PROBLEM REQUIREMENTS — Filter out every line below that lacks "shown", and copy the rest.

(Collected data)
*** Block opens ***
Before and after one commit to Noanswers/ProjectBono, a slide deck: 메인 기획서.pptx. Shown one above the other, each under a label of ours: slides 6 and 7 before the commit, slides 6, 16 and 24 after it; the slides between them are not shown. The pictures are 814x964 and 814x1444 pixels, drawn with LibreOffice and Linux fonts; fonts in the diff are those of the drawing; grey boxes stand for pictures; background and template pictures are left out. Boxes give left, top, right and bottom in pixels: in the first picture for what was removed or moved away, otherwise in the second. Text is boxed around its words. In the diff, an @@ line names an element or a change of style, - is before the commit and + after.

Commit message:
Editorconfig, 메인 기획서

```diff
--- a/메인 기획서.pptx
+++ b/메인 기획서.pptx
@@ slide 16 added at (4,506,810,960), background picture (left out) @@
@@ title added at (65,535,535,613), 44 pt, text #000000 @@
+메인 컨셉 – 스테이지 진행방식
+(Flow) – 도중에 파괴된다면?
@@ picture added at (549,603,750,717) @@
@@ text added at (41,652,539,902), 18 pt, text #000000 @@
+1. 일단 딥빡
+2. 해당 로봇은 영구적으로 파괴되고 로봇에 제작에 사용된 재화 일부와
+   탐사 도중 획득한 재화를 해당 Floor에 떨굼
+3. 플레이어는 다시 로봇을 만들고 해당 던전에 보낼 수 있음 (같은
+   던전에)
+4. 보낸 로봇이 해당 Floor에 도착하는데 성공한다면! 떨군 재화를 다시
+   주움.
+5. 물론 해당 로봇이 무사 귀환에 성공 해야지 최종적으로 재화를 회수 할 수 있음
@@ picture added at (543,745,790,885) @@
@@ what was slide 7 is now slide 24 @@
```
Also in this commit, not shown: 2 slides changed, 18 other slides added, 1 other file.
*** Block closes ***
OUTPUT FOR THIS TASK —
Before and after one commit to Noanswers/ProjectBono, a slide deck: 메인 기획서.pptx. Shown one above the other, each under a label of ours: slides 6 and 7 before the commit, slides 6, 16 and 24 after it; the slides between them are not shown. The pictures are 814x964 and 814x1444 pixels, drawn with LibreOffice and Linux fonts; fonts in the diff are those of the drawing; grey boxes stand for pictures; background and template pictures are left out. Boxes give left, top, right and bottom in pixels: in the first picture for what was removed or moved away, otherwise in the second. Text is boxed around its words. In the diff, an @@ line names an element or a change of style, - is before the commit and + after.
Also in this commit, not shown: 2 slides changed, 18 other slides added, 1 other file.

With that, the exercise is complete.